Fulacht fia, Ballyboneill, Co. Cork
Co. Cork |
Settlement Sites
What survives at Ballyboneill today is little more than a dark scatter of burnt stone and charcoal spread across a pasture field, the kind of thing that barely registers as anything at all unless you know what you are looking at.
Yet this discoloured patch in the grass is almost certainly the remnant of a fulacht fia, a type of prehistoric cooking site found in enormous numbers across Ireland and Britain. The typical form consists of a horseshoe-shaped mound of fire-cracked stone surrounding a timber-lined trough. Water in the trough was brought to the boil by repeatedly dropping heated stones into it, and the spent, shattered stones were thrown aside to accumulate into the characteristic mound. At Ballyboneill, that mound is gone.

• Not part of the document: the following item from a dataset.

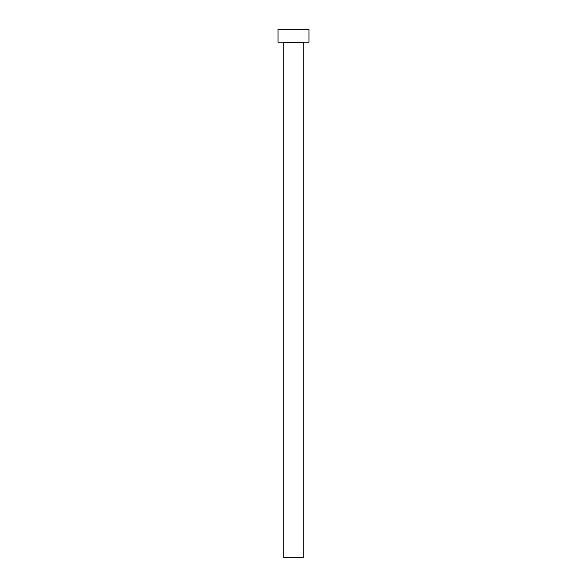 <?xml version="1.0" encoding="UTF-8"?>
<svg xmlns="http://www.w3.org/2000/svg" width="587" height="587" viewBox="0 0 587 587"><rect width="100%" height="100%" fill="white"/><g stroke="black" fill="none" stroke-linecap="round" stroke-linejoin="round"><path stroke-width="0.88" d="M303.163 42.748A0.514 0.514 0 0 1 303.677 42.235A0.514 0.514 0 0 0 303.163 42.748L283.837 42.748L283.837 557.65L303.163 557.65L303.163 42.748L303.163 557.65L283.837 557.65L283.837 42.748A0.514 0.514 0 0 0 283.323 42.235A0.514 0.514 0 0 1 283.837 42.748L303.163 42.748M278.04 29.35L278.04 42.235L308.96 42.235L308.96 29.35L278.04 29.35L278.04 42.235L308.96 42.235L308.96 29.35L278.04 29.35"/></g></svg>

Local memory recorded that the site originally presented as two rises with a hollow between them, a shape consistent with a paired or double fulacht fia. Both rises were levelled by machinery in 1978, leaving only the spread of burnt material that is visible now. The site had been noted before that destruction. A 1934 publication by a researcher named Bowman documented two fulachta fiadh on land belonging to E. Guerin in this townland, and the Ballyboneill site is almost certainly one of that pair. The date of their original construction is unrecorded, though fulachta fiadh are most commonly associated with the Bronze Age, broadly spanning from around 2500 to 500 BC, and they occur with remarkable frequency across the Cork countryside in particular.